Starkey (Ringo Starr, his character sharing the drummer’s real name) and his Aunt Jessie (Jessie Robins), who argue incessantly, join a “mystery tour”, a coach trip with no known destination and among the other tourists are the other Beatles (John Lennon, Paul McCartney and George Harrison). The band combined this with the popular day trips from Liverpool by coach to see the illuminations at Blackpool but neglected to come up with anything even remotely resembling a script, turning up on the first day of shooting with just a half-formed ideas scribbled on sheets of paper.
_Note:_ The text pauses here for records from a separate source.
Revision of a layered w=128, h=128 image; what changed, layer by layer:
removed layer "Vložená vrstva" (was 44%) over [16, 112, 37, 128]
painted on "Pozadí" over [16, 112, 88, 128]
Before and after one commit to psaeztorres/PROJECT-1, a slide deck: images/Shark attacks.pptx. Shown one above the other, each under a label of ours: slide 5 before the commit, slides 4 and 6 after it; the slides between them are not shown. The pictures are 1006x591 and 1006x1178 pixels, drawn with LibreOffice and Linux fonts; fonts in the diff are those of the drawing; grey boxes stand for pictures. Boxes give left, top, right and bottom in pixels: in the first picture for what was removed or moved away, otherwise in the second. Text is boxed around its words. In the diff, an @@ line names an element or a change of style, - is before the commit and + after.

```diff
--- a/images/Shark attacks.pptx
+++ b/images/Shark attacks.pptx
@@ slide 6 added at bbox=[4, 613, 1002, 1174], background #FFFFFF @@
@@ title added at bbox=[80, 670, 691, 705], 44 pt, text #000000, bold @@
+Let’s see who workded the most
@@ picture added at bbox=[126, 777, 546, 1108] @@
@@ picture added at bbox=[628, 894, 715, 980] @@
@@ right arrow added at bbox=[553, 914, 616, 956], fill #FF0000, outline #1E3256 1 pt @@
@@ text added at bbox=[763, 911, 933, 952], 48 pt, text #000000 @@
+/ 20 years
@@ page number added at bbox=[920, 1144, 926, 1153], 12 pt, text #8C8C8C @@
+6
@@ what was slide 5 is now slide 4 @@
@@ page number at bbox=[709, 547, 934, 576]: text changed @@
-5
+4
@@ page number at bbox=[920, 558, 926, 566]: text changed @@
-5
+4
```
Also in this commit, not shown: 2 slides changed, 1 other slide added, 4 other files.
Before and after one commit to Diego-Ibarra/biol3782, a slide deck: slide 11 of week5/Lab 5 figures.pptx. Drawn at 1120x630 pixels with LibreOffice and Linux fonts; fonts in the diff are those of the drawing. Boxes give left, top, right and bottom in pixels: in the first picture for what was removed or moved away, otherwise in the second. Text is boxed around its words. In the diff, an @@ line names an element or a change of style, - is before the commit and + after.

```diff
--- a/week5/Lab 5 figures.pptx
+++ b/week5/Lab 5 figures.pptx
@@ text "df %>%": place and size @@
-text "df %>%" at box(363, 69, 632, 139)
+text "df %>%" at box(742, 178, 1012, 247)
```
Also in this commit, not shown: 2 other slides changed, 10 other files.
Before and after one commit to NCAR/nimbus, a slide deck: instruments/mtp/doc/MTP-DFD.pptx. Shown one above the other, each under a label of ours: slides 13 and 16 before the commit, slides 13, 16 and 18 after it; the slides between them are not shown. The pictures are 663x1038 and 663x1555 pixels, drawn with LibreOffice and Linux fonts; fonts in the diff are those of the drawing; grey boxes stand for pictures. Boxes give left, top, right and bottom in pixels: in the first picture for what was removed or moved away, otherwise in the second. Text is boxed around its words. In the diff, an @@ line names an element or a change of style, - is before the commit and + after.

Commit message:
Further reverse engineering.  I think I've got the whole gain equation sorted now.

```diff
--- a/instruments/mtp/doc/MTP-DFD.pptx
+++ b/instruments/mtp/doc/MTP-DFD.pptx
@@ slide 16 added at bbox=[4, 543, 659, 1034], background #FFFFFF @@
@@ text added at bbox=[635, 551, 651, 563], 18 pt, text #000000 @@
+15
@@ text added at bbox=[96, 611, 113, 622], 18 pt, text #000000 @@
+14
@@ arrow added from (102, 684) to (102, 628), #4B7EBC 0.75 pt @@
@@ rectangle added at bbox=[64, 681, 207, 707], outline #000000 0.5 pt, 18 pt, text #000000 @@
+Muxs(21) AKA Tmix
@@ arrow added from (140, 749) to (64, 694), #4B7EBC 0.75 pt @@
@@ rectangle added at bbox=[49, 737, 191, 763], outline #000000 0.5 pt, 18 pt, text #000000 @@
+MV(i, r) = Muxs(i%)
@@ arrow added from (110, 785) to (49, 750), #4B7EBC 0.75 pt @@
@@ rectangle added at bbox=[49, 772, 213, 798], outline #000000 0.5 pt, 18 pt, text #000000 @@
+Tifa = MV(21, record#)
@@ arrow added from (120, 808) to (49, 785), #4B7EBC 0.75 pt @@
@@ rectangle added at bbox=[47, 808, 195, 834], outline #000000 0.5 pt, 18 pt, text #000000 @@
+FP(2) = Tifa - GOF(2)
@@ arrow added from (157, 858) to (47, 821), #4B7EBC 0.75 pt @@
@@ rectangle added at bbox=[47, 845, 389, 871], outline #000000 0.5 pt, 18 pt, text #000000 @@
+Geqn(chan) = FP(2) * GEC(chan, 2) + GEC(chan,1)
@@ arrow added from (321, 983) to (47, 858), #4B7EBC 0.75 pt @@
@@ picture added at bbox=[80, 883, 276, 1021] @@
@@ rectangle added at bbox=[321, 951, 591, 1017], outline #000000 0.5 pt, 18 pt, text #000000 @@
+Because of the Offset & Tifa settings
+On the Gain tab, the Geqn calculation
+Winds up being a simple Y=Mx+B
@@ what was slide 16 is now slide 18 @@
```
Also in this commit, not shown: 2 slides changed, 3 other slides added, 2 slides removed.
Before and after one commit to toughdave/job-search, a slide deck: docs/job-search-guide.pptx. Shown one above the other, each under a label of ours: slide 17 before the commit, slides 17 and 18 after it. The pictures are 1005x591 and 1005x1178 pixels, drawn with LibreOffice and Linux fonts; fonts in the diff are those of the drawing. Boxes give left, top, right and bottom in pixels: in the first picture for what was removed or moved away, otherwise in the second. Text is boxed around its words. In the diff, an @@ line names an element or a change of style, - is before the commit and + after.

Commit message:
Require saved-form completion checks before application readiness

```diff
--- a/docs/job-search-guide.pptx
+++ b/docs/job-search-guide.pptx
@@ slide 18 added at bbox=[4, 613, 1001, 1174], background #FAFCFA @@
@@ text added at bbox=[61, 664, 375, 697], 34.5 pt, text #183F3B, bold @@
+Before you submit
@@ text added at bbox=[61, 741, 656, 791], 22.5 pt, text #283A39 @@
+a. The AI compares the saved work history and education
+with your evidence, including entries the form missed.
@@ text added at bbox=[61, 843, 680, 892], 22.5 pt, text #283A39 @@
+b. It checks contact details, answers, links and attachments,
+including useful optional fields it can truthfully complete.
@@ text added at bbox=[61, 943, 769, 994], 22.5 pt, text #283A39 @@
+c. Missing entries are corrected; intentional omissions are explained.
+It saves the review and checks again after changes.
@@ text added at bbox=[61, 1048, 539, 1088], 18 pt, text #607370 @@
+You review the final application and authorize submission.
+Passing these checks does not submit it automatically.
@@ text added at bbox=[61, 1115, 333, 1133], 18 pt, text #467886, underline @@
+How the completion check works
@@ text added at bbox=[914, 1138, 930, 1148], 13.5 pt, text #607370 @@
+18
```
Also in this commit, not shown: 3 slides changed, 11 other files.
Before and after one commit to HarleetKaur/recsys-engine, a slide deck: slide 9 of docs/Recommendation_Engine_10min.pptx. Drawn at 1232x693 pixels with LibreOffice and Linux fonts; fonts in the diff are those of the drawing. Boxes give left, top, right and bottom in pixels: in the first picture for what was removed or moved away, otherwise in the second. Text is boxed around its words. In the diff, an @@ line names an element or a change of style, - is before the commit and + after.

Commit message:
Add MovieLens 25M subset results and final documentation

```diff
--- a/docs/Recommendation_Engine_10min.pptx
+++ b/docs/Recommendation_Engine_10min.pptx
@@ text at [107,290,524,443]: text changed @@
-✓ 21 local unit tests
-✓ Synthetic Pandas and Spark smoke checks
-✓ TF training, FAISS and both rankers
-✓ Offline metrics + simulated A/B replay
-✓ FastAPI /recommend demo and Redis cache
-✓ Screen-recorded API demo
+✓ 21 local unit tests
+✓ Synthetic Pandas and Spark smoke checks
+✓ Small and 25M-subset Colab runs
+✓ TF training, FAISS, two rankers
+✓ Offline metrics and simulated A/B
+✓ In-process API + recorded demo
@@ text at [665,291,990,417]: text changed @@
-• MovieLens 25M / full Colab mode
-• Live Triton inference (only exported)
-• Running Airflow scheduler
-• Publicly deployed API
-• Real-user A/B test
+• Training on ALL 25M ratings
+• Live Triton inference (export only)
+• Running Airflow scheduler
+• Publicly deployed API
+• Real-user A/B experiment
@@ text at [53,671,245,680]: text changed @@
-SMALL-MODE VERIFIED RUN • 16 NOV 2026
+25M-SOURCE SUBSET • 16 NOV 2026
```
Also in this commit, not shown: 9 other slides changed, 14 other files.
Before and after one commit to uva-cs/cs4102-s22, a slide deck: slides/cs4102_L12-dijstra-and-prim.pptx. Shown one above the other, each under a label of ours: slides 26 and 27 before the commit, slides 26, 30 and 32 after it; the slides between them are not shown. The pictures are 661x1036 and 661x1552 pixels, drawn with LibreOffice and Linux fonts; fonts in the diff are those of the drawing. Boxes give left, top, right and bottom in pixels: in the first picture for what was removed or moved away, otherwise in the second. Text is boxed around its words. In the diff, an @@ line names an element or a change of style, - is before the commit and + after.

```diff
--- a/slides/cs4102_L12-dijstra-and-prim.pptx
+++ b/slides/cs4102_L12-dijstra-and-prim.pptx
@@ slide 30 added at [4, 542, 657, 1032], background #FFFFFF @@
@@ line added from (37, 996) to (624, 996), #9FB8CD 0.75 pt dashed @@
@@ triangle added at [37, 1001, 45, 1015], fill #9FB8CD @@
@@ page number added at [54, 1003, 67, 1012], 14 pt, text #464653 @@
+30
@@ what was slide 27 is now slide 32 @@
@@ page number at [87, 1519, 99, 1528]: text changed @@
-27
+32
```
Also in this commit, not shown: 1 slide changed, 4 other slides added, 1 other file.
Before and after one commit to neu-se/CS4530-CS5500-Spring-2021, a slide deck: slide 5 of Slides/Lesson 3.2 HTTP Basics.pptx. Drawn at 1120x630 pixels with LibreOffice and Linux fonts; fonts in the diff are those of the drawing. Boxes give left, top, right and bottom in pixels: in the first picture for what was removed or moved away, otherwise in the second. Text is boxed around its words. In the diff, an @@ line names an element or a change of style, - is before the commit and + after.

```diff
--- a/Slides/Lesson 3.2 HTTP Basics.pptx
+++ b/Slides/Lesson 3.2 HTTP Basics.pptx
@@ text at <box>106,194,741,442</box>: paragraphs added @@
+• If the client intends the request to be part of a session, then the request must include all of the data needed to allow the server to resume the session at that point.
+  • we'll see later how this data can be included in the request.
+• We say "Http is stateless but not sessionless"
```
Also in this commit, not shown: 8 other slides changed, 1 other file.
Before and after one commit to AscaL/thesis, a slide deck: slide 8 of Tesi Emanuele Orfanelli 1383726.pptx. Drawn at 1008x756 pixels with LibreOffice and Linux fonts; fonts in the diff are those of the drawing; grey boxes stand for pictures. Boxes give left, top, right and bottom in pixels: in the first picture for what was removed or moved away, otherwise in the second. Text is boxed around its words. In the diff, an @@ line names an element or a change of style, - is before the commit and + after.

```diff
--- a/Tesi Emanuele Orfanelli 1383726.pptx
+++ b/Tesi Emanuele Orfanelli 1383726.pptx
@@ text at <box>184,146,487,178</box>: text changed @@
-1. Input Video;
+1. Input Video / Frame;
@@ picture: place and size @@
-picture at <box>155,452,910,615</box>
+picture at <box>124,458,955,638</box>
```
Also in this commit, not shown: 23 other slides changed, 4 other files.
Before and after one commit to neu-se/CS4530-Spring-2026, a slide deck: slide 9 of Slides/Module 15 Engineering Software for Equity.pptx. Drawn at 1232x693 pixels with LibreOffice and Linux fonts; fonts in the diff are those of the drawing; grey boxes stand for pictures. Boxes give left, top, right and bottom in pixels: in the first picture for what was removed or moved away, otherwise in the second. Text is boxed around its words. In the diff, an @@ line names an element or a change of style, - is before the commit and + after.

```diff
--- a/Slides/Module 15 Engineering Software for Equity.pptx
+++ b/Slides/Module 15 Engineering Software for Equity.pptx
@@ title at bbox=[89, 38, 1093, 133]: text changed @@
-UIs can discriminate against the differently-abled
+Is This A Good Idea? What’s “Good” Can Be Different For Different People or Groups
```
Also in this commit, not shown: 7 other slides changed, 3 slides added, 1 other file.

The Pranksters toured the States in the psychedelic International Harvester school bus, handing of then still-legal LSD and getting high on various other substances as they went. The project was instigated by Paul McCartney who was inspired by Ken Kesey’s madcap expeditions, a trip (in every sense of the word) across America by Kesey and his “Merry Pranksters” aboard a bus christened Further in 1964. Lester might have brought some much needed shape to the chaos of a film that was shot without a script and semi-improvised. It’s obvious from the end result that they really fancied themselves on a par with Lester but, although they were undeniably geniuses when it came to popular music, film-making clearly wasn’t their forte.

mandy weet

If The Beatles’ previous screen outing, Help! (1965) had been a bit of a narrative mess, it was a model of tightly plotted writing compared to the freewheeling, semi-improvised lunacy of Magical Mystery Tour, a television film first broadcast on 26 December 1967 (just short of a year to the day after Jonathan Miller’s Alice in Wonderland (1966), an outlier in psychedelia’s invasion of British television which would give rise to such surreal favourites as The Prisoner (1967-1968), Do Not Adjust Your Set (1967-1969), Theatre 625: The Year of the Sex Olympics (1968) and Monty Python’s Flying Circus (1969-1974) among others).ĭisenchanted with film-making after Help! (on which John Lennon felt that the band were just extras in their own film) The Beatles decided to strike out on their own and direct themselves, severing their fruitful ties with Richard Lester who had directed both Help! and its predecessor A Hard Day’s Night (1964).